Major Wall Street indexes mostly flopped again Monday when an early yield-fueled rally lost steam amid growing risk-off sentiment. Only the Dow Jones Industrial Average (DJIA), which is just 30 stocks, managed to buck the lower trend, and the Nasdaq Composite fell another 0.73%.
The rise in Treasury prices might have reflected investors trying to escape risk. So did the selloff in growth areas like tech and industrials.. The dollar—another area sometime popular with risk-averse participants--achieved a new high for the year.
The Cboe Volatility Index, or VIX, gave investors an early hint that the rally lacked staying power. It remained above 30 for the most part even as stocks rallied the first few hours of the session Monday. If VIX remains high on a stock market rally, it typically means one side or the other has to give.
Though index charts looked ugly Monday, seven of 11 S&P sectors ended flat to higher, with financials leading the way thanks possibly to a drop in short-term yields. The relentless climb there last week had narrowed the yield curve, threatening bank industry profits. .

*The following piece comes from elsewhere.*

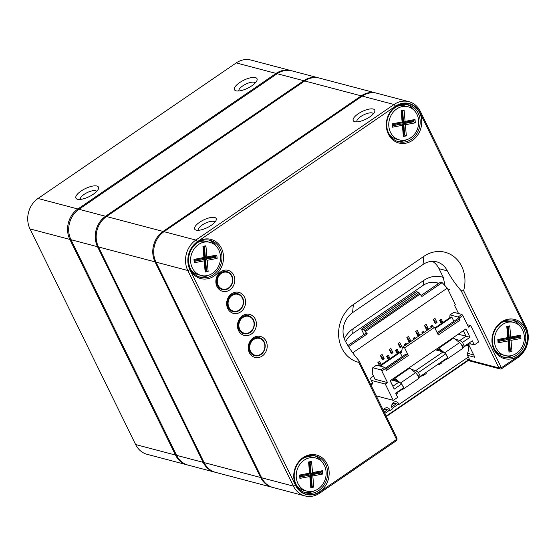 <?xml version="1.0" encoding="UTF-8"?>
<svg xmlns="http://www.w3.org/2000/svg" width="556" height="556" viewBox="0 0 556 556"><rect width="100%" height="100%" fill="white"/><g stroke="black" fill="none" stroke-linecap="round" stroke-linejoin="round"><path stroke-width="0.83" d="M438.733 283.393A20.544 17.778 104.8 0 0 436.821 282.754A20.544 17.778 104.8 0 0 423.137 285.367L352.664 333.565A20.544 17.778 104.8 0 0 345.637 341.745M345.144 340.765C348.932 347.799 353.54 354.429 358.981 360.649L396.803 437.85A2.28 1.974 -75.2 0 1 395.976 440.971L319.783 493.089A22.261 19.258 -75.2 0 1 304.952 495.917A22.261 19.258 -75.2 0 1 293.45 486.146L187.81 270.508A22.261 19.258 -75.2 0 1 195.83 240.067L394.03 104.507A22.261 19.258 -75.2 0 1 408.855 101.672A22.261 19.258 -75.2 0 1 420.364 111.443L526.004 327.088A22.261 19.258 -75.2 0 1 517.983 357.522L501.686 368.67A2.28 1.974 -75.2 0 1 498.982 367.961L461.167 290.76C455.732 284.554 451.125 277.924 447.33 270.876A20.544 17.778 104.8 0 0 436.71 261.855A20.544 17.778 104.8 0 0 423.019 264.475L352.546 312.674A20.544 17.778 104.8 0 0 345.144 340.765M525.295 328.36A20.259 17.528 -75.2 0 1 509.053 359.134A20.259 17.528 -75.2 0 1 494.625 329.666A20.259 17.528 -75.2 0 1 525.295 328.36M327.088 463.919A20.259 17.528 -75.2 0 1 310.853 494.694A20.259 17.528 -75.2 0 1 296.417 465.233A20.259 17.528 -75.2 0 1 327.088 463.919M419.655 112.722A20.259 17.528 -75.2 0 1 403.413 143.497A20.259 17.528 -75.2 0 1 388.978 114.029A20.259 17.528 -75.2 0 1 419.655 112.722M221.448 248.282A20.259 17.528 -75.2 0 1 205.213 279.056A20.259 17.528 -75.2 0 1 190.777 249.588A20.259 17.528 -75.2 0 1 221.448 248.282M423.86 256.344A31.956 27.647 -75.2 0 1 454.926 257.463A31.956 27.647 -75.2 0 1 463.621 290.691L501.137 367.273A0.57 0.493 104.8 0 0 501.811 367.453L518.109 356.306A20.544 17.778 104.8 0 0 525.51 328.207L419.87 112.569A20.544 17.778 104.8 0 0 395.566 106.161L197.366 241.721A20.544 17.778 104.8 0 0 189.957 269.82L295.597 485.457A20.544 17.778 104.8 0 0 319.909 491.865L396.101 439.747A0.57 0.493 104.8 0 0 396.31 438.969L358.794 362.387A31.956 27.647 -75.2 0 1 338.736 336.929A31.956 27.647 -75.2 0 1 353.387 304.549L423.86 256.344L423.019 264.475M266.095 341.217A10.842 9.382 -75.2 0 1 257.407 357.689A10.842 9.382 -75.2 0 1 249.686 341.919A10.842 9.382 -75.2 0 1 266.095 341.217M255.301 319.172A10.842 9.382 -75.2 0 1 246.607 335.643A10.842 9.382 -75.2 0 1 238.885 319.874A10.842 9.382 -75.2 0 1 255.301 319.172M244.501 297.133A10.842 9.382 -75.2 0 1 235.814 313.605A10.842 9.382 -75.2 0 1 228.085 297.835A10.842 9.382 -75.2 0 1 244.501 297.133M233.701 275.088A10.842 9.382 -75.2 0 1 225.013 291.559A10.842 9.382 -75.2 0 1 217.285 275.79A10.842 9.382 -75.2 0 1 233.701 275.088M468.152 344.866A11.412 9.876 -75.2 0 1 467.485 353.262A2.28 1.974 104.8 0 0 467.499 355.347L469.688 359.822L466.922 359.093L467.158 359.572A2.28 1.974 104.8 0 0 468.34 360.573L500.164 368.962M358.154 113.834A11.982 4.253 153.9 0 1 370.254 108.934A11.982 4.253 153.9 0 1 374.64 111.93A11.982 4.253 153.9 0 1 365.841 119.179A11.982 4.253 153.9 0 1 354.721 121.688A11.982 4.253 153.9 0 1 358.154 113.834M199.597 222.282A11.982 4.253 153.9 0 1 211.697 217.382A11.982 4.253 153.9 0 1 216.075 220.385A11.982 4.253 153.9 0 1 207.277 227.626A11.982 4.253 153.9 0 1 196.157 230.135A11.982 4.253 153.9 0 1 199.597 222.282M408.855 101.672L377.031 93.283A22.261 19.258 104.8 0 0 362.199 96.118L163.999 231.678A22.261 19.258 104.8 0 0 155.979 262.119L261.619 477.757A22.261 19.258 104.8 0 0 273.128 487.529L304.952 495.917M220.016 248.74A19.119 16.541 104.8 0 0 210.133 240.345A19.119 16.541 104.8 0 0 189.269 254.613A19.119 16.541 104.8 0 0 200.389 277.319A19.119 16.541 104.8 0 0 218.174 269.799A19.119 16.541 104.8 0 0 220.016 248.74M216.18 246.12A19.119 16.541 104.8 0 0 208.729 240.046M199.02 276.881A19.119 16.541 104.8 0 0 208.493 275.269M418.216 113.174A19.119 16.541 104.8 0 0 408.333 104.778A19.119 16.541 104.8 0 0 387.469 119.053A19.119 16.541 104.8 0 0 398.589 141.752A19.119 16.541 104.8 0 0 416.375 134.239A19.119 16.541 104.8 0 0 418.216 113.174M414.38 110.561A19.119 16.541 104.8 0 0 406.929 104.486M397.227 141.321A19.119 16.541 104.8 0 0 406.7 139.702M512.34 355.347A19.119 16.541 -75.2 0 1 502.867 356.959M512.576 320.124A19.119 16.541 -75.2 0 1 520.02 326.198M523.856 328.818A19.119 16.541 104.8 0 0 513.973 320.423A19.119 16.541 104.8 0 0 493.109 334.691A19.119 16.541 104.8 0 0 504.229 357.397A19.119 16.541 104.8 0 0 522.014 349.877A19.119 16.541 104.8 0 0 523.856 328.818M325.656 464.378A19.119 16.541 104.8 0 0 315.773 455.983A19.119 16.541 104.8 0 0 294.909 470.251A19.119 16.541 104.8 0 0 306.029 492.957A19.119 16.541 104.8 0 0 323.814 485.437A19.119 16.541 104.8 0 0 325.656 464.378M314.133 490.906A19.119 16.541 -75.2 0 1 304.667 492.526M314.369 455.684A19.119 16.541 -75.2 0 1 321.82 461.765M214.818 222.268A9.132 3.239 -26.1 0 0 214.783 222.191A9.132 3.239 -26.1 0 0 202.155 225.041A9.132 3.239 -26.1 0 0 198.381 230.226A9.132 3.239 -26.1 0 0 198.422 230.302M373.382 113.82A9.132 3.239 -26.1 0 0 373.34 113.744A9.132 3.239 -26.1 0 0 360.712 116.593A9.132 3.239 -26.1 0 0 356.945 121.778A9.132 3.239 -26.1 0 0 356.987 121.854M468.618 344.553L474.859 357.286L467.499 355.347M447.33 270.876L439.025 268.687L443.313 277.437L445.015 285.701M435.987 282.559A20.544 17.778 -75.2 0 1 438.441 283.595M344.268 338.694A27.397 23.7 -75.2 0 1 353.164 328.693L423.637 280.495A27.397 23.7 -75.2 0 1 443.313 277.437M439.025 268.687A20.544 17.778 104.8 0 0 432.401 261.348M447.566 288.724A12.559 10.863 104.8 0 0 449.38 289.412M466.692 358.147A2.28 1.974 104.8 0 0 466.922 359.093M358.794 362.387L358.981 360.649M461.167 290.76L463.621 290.691M421.01 295.514L440.505 282.184L442.166 282.622L447.281 288.14L455.447 304.82L454.565 305.418L458.561 313.57M416.173 291.872A1.14 0.403 55.6 0 1 416.249 291.712A1.14 0.403 55.6 0 1 416.423 291.698L418.362 292.206A1.14 0.403 55.6 0 1 419.384 293.311L421.9 296.48L442.166 282.622M363.999 334.503L361.727 329.861A1.14 0.403 55.6 0 1 361.636 329.069A1.14 0.403 55.6 0 1 361.81 329.055L363.749 329.562A1.14 0.403 55.6 0 1 364.771 330.667L365.243 331.626L419.856 294.27M447.281 288.14L352.754 352.796M365.243 331.626L367.287 333.836L348.494 346.687M367.287 333.836L365.626 333.398L347.806 345.582M370.643 384.446L372.652 383.07L372.569 383.883L370.915 385.016M373.486 376.099L370.303 378.282L372.652 383.07M441.2 323.627L439.567 320.291L441.235 319.144L442.875 322.48M382.111 358.314A1.14 0.403 -124.4 0 0 382.285 358.3A1.14 0.403 -124.4 0 0 382.194 357.501L380.471 355.59M384.168 358.69L382.104 354.471L380.429 355.618L382.493 359.836L384.168 358.69L382.347 358.21M392.974 352.664L390.91 348.445L389.235 349.592L391.306 353.811L392.974 352.664L391.153 352.184M390.917 352.289A1.14 0.403 -124.4 0 0 391.09 352.275A1.14 0.403 -124.4 0 0 391 351.475L389.283 349.564M401.786 346.638L399.722 342.42L398.047 343.566L400.111 347.785L401.786 346.638L399.966 346.159M399.729 346.263A1.14 0.403 -124.4 0 0 399.903 346.249A1.14 0.403 -124.4 0 0 399.813 345.45L398.089 343.538M410.592 340.613L408.528 336.401L406.853 337.541L408.917 341.759L410.592 340.613L408.771 340.133M408.535 340.237A1.14 0.403 -124.4 0 0 408.709 340.223A1.14 0.403 -124.4 0 0 408.618 339.424L406.902 337.513M419.405 334.587L417.341 330.375L415.666 331.515L417.73 335.734L419.405 334.587L417.584 334.107M417.347 334.212A1.14 0.403 -124.4 0 0 417.521 334.198A1.14 0.403 -124.4 0 0 417.431 333.398L415.707 331.487M428.21 328.561L426.146 324.35L424.471 325.489L426.535 329.708L428.21 328.561L426.389 328.082M426.153 328.186A1.14 0.403 -124.4 0 0 426.327 328.172A1.14 0.403 -124.4 0 0 426.237 327.38L424.52 325.462M379.539 365.799L377.899 362.463L379.574 361.317L381.207 364.66M380.346 365.25L379.477 363.464A1.14 0.403 -124.4 0 0 378.275 362.373L377.962 362.588M388.345 359.781L386.712 356.438L388.387 355.291L390.02 358.634M389.158 359.225L388.283 357.438A1.14 0.403 -124.4 0 0 387.087 356.347L386.774 356.563M397.158 353.755L395.518 350.412L397.192 349.265L398.826 352.608M397.964 353.199L397.095 351.413A1.14 0.403 -124.4 0 0 395.893 350.322L395.58 350.537M404.893 345.533L404.33 344.386L406.005 343.247L406.561 344.393M405.671 344.998A1.14 0.403 -124.4 0 0 404.705 344.296L404.393 344.511M413.699 339.514L413.136 338.361L414.811 337.221L415.374 338.368M414.484 338.979A1.14 0.403 -124.4 0 0 413.511 338.277L413.198 338.486M422.511 333.489L421.948 332.335L423.616 331.195L424.179 332.342M423.29 332.954A1.14 0.403 -124.4 0 0 422.324 332.252L422.004 332.467M431.317 327.463L430.754 326.316L432.429 325.17L433.346 327.039M432.102 326.928A1.14 0.403 -124.4 0 0 431.129 326.226L430.817 326.441M437.023 322.543L434.952 318.324L433.284 319.471L435.348 323.682L437.023 322.543L435.202 322.063M434.966 322.167A1.14 0.403 -124.4 0 0 435.139 322.146A1.14 0.403 -124.4 0 0 435.049 321.354L433.326 319.436M401.995 384.55A3.996 1.418 55.6 0 1 403.593 387.803L401.71 383.974L394.225 389.096L390.138 380.756L465.9 328.937L469.98 337.277L462.495 342.399L459.854 340.453L455.42 339.285M390.138 380.756L465.9 328.937M417.862 375.71L420.329 376.356L418.453 372.527L415.812 370.574L411.37 369.406M395.372 381.048L396.213 380.478M441.714 351.531L439.052 349.383A1.71 0.605 -124.4 0 0 438.33 349.147A1.71 0.605 -124.4 0 0 438.211 349.37L438.065 350.468L439.33 349.606M438.065 350.468L437.03 348.911M453.425 337.7A3.426 1.216 55.6 0 1 453.786 337.965L459.555 342.621A3.996 1.418 55.6 0 1 462.126 346.027A3.996 1.418 55.6 0 1 462.377 348.661L447.399 358.905A3.996 1.418 55.6 0 1 446.788 358.961L441.763 362.13M438.448 347.945A3.426 1.216 55.6 0 1 438.809 348.209L444.578 352.865A3.996 1.418 55.6 0 1 445.203 353.435M446.037 354.422A3.996 1.418 55.6 0 1 447.636 357.682A3.996 1.418 55.6 0 1 447.399 358.905M466.609 344.699L466.769 345.026L462.655 347.841M467.151 344.331L467.603 345.248L466.769 345.026M469.792 342.524L470.244 343.441L467.603 345.248M441.603 361.803L442.055 362.72L439.414 364.527L438.121 364.187M438.962 363.61L439.414 364.527M462.807 345.818L462.217 346.221M387.497 382.563L375.043 379.282L372.179 373.43L372.77 367.745L380.79 369.858L381.819 370.963L387.497 382.563L385.294 384.071L393.28 400.362L397.679 397.345L395.663 393.224L403.593 387.803A3.996 1.418 55.6 0 1 403.357 389.026A3.996 1.418 55.6 0 1 402.739 389.082L397.721 392.258M393.28 400.362L376.238 395.872M385.294 384.071L371.338 380.387M449.721 317.796L450.019 314.904L453.807 312.319L461.834 314.432L462.856 315.537L468.541 327.13L470.744 325.628L467.367 324.739M450.019 314.904L458.047 317.024L461.834 314.432M372.77 367.745L376.558 365.153L384.578 367.273L386.594 370.386L408.347 355.506L407.326 354.401L405.943 354.04L385.364 368.114M380.79 369.858L384.578 367.273M458.047 317.024L459.068 318.129L462.856 315.537M381.819 370.963L385.607 368.378M402.148 356.632L400.132 352.504L401.515 352.872L402.377 347.257L432.332 326.768L434.542 327.352L438.302 335.018L460.055 320.138L459.034 319.033L457.651 318.671L437.155 332.69M402.377 347.257L404.594 347.841L434.542 327.352M437.635 333.669L459.034 319.033M385.927 369.038L407.326 354.401M404.594 347.841L408.347 355.506M453.856 321.264L451.84 317.135L451.006 316.92L434.848 327.97M435.133 328.561L451.84 317.135M380.221 366.119L400.132 352.504M379.394 365.904L401.877 350.523M459.068 318.129L460.055 320.138M461.911 345.582L464.371 346.235L472.301 340.807L474.317 344.928L478.723 341.919L470.744 325.628M474.317 344.928L469.806 343.74M397.665 381.652L395.01 379.505A1.71 0.605 -124.4 0 0 394.287 379.268A1.71 0.605 -124.4 0 0 394.169 379.491L394.023 380.596L395.288 379.727M394.023 380.596L392.988 379.039M409.376 367.829A3.426 1.216 55.6 0 1 409.744 368.093L415.506 372.742A3.996 1.418 55.6 0 1 418.084 376.148A3.996 1.418 55.6 0 1 418.327 378.782L403.357 389.026M394.406 378.066A3.426 1.216 55.6 0 1 394.767 378.33L400.535 382.987A3.996 1.418 55.6 0 1 401.161 383.564M422.567 374.827L422.727 375.154L418.612 377.969M423.109 374.459L423.554 375.37L422.727 375.154M425.75 372.652L426.202 373.562L423.554 375.37M397.561 391.931L398.013 392.842L396.108 394.141M418.765 375.946L418.175 376.349M420.329 376.356L447.636 357.682L445.759 353.845L443.118 351.899L435.57 349.912M439.421 350.926L440.255 350.349M415.812 370.574L443.118 351.899M459.854 340.453L466.018 336.234L458.478 334.246M394.225 389.096L392.904 386.239L399.069 382.021L391.528 380.033M401.71 383.974L399.069 382.021M445.759 353.845L418.453 372.527M464.371 346.235L462.495 342.399M469.98 337.277L466.018 336.234L463.398 330.883M392.904 386.239L390.284 380.888M442.013 323.071L441.137 321.285A1.14 0.403 -124.4 0 0 439.942 320.2L439.622 320.416M393.3 402.613A4.281 3.704 -75.2 0 1 393.426 403.01L398.965 404.469L468.326 357.028M384.488 408.639A4.281 3.704 -75.2 0 1 384.613 409.035L390.159 410.495L392.494 408.896A4.281 3.704 -75.2 0 1 392.07 408.222A4.281 3.704 -75.2 0 1 392.487 403.51A4.281 3.704 -75.2 0 1 396.47 401.828A4.281 3.704 -75.2 0 1 398.965 404.469M383.279 410.238A4.281 3.704 -75.2 0 1 387.657 407.847A4.281 3.704 -75.2 0 1 390.159 410.495M315.544 457.984A17.118 14.81 104.8 0 0 296.855 470.765A17.118 14.81 104.8 0 0 306.815 491.101A17.118 14.81 104.8 0 0 326.08 471.703A17.118 14.81 104.8 0 0 315.544 457.984L312.5 457.185A17.118 14.81 104.8 0 0 304.028 457.783M296.702 485.603A17.118 14.81 104.8 0 0 303.771 490.295L306.815 491.101M299.899 478.396L299.608 475.046L309.546 473.149L308.58 461.994L311.562 461.424L312.528 472.586L322.459 470.689L322.751 474.039L312.813 475.929L313.779 487.091L310.797 487.661L309.831 476.499L299.899 478.396L300.24 476.944L310.178 475.046L300.219 476.694M309.831 476.499L310.178 475.046L311.138 486.208L312.131 486.02L311.172 474.859L321.104 472.968L321.007 471.849L311.075 473.747L310.109 462.585L309.115 462.773L310.081 473.934L300.143 475.825L300.24 476.944M313.779 487.091L311.117 485.965M312.813 475.929L310.616 474.713L311.582 485.874M322.751 474.039L320.555 472.822L310.616 474.713M320.478 471.954L320.555 472.822M312.528 472.586L311.075 473.747L310.519 473.601L309.581 462.682M321.007 471.849L322.459 470.689M310.797 487.661L311.138 486.208M310.109 462.585L311.562 461.424M309.115 462.773L308.58 461.994M310.081 473.934L309.546 473.149M299.608 475.046L300.143 475.825M513.744 322.424A17.118 14.81 104.8 0 0 495.055 335.205A17.118 14.81 104.8 0 0 505.015 355.534A17.118 14.81 104.8 0 0 524.28 336.137A17.118 14.81 104.8 0 0 513.744 322.424L510.7 321.625A17.118 14.81 104.8 0 0 502.235 322.223M494.903 350.037A17.118 14.81 104.8 0 0 501.971 354.735L505.015 355.534M498.1 342.837L497.808 339.487L507.746 337.589L506.78 326.428L509.762 325.865L510.728 337.019L520.659 335.129L520.951 338.479L511.013 340.369L511.979 351.531L508.997 352.101L508.031 340.939L498.1 342.837L498.44 341.384L508.379 339.487L498.419 341.134M508.031 340.939L508.379 339.487L509.338 350.648L510.332 350.461L509.372 339.299L519.304 337.402L519.214 336.29L509.275 338.18L508.309 327.018L507.322 327.213L508.281 338.375L498.343 340.265L498.44 341.384M511.979 351.531L509.317 350.398M511.013 340.369L508.816 339.153L509.782 350.315M520.951 338.479L518.755 337.256L508.816 339.153M518.678 336.387L518.755 337.256M510.728 337.019L509.275 338.18L508.719 338.034L507.781 327.123M519.214 336.29L520.659 335.129M508.997 352.101L509.338 350.648M508.309 327.018L509.762 325.865M507.322 327.213L506.78 326.428M508.281 338.375L507.746 337.589M497.808 339.487L498.343 340.265M408.104 106.787A17.118 14.81 104.8 0 0 389.415 119.568A17.118 14.81 104.8 0 0 399.375 139.897A17.118 14.81 104.8 0 0 418.64 120.499A17.118 14.81 104.8 0 0 408.104 106.787L405.06 105.981A17.118 14.81 104.8 0 0 396.595 106.585M389.263 134.399A17.118 14.81 104.8 0 0 396.331 139.097L399.375 139.897M392.46 127.192L392.168 123.842L402.106 121.952L401.14 110.79L404.122 110.22L405.088 121.382L415.019 119.491L415.311 122.834L405.373 124.732L406.339 135.893L403.357 136.463L402.391 125.302L392.46 127.192L392.8 125.739L402.739 123.849L392.779 125.496M402.391 125.302L402.739 123.849L403.698 135.011L404.692 134.816L403.732 123.661L413.664 121.764L413.567 120.645L403.635 122.542L402.669 111.381L401.675 111.568L402.641 122.73L392.703 124.627L392.8 125.739M406.339 135.893L403.677 134.761M405.373 124.732L403.176 123.515L404.142 134.67M415.311 122.834L413.115 121.618L403.176 123.515M413.038 120.749L413.115 121.618M405.088 121.382L403.635 122.542L403.079 122.396L402.141 111.485M413.567 120.645L415.019 119.491M403.357 136.463L403.698 135.011M402.669 111.381L404.122 110.22M401.675 111.568L401.14 110.79M402.641 122.73L402.106 121.952M392.168 123.842L392.703 124.627M209.904 242.346A17.118 14.81 104.8 0 0 191.215 255.128A17.118 14.81 104.8 0 0 201.175 275.456A17.118 14.81 104.8 0 0 220.44 256.059A17.118 14.81 104.8 0 0 209.904 242.346L206.86 241.547A17.118 14.81 104.8 0 0 198.388 242.145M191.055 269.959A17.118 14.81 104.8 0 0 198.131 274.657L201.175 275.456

Otherwise, leading sectors were traditionally cautious ones like utilities, staples, and real estate, all of which might also have benefited from falling yields. Industrials finished with sharp losses, possibly on inflation worries related to the war.
In individual trading Monday, CrowdStrike climbed 2.8% after shares got an upgrade from Wolfe Research to outperform from peer perform. The firm says Anthropic's coming model release could drive more vendor consolidation and tailwinds for CrowdStrike. Cybersecurity rival Palo Alto Networks also rose, lifted also by news that its CEO bought shares late Friday, Briefing.com reported.
Chip stocks including Micron, Intel, ASML, and Western Digital were among the day's worst performers. The overall tech sector fell almost 2%. Memory stocks continue to suffer amid fears of AI competition potentially hurting prices for their primary products.
Micron fell almost 10% Monday and is down almost one-third from its post-earnings high recorded just eight sessions ago. Earnings were far better than analysts had expected and the company's guidance was strong by most measures.
Software stocks found some buyers Monday after being sold off most of the year. ServiceNow climbed 5.5%, Salesforce rose 3%, and Adobe rose 2.7%.
Sysco fell more than 15% after the food service giant announced it would buy privately held Jetro Restaurant Depot in a $29 billion deal.
Avis fell 8.6% after entering into an equity distribution agreement to offer more shares.
The Dow Jones Industrial Average® ($DJI) rose 49.50 points Monday (+0.11%) to 45,216.14; the S&P 500 Index (SPX) slipped 25.13 points (-0.39%) to 6,343.72, and the Nasdaq Composite® ($COMP) dropped 153.71 points (-0.73%) to 20,794.64.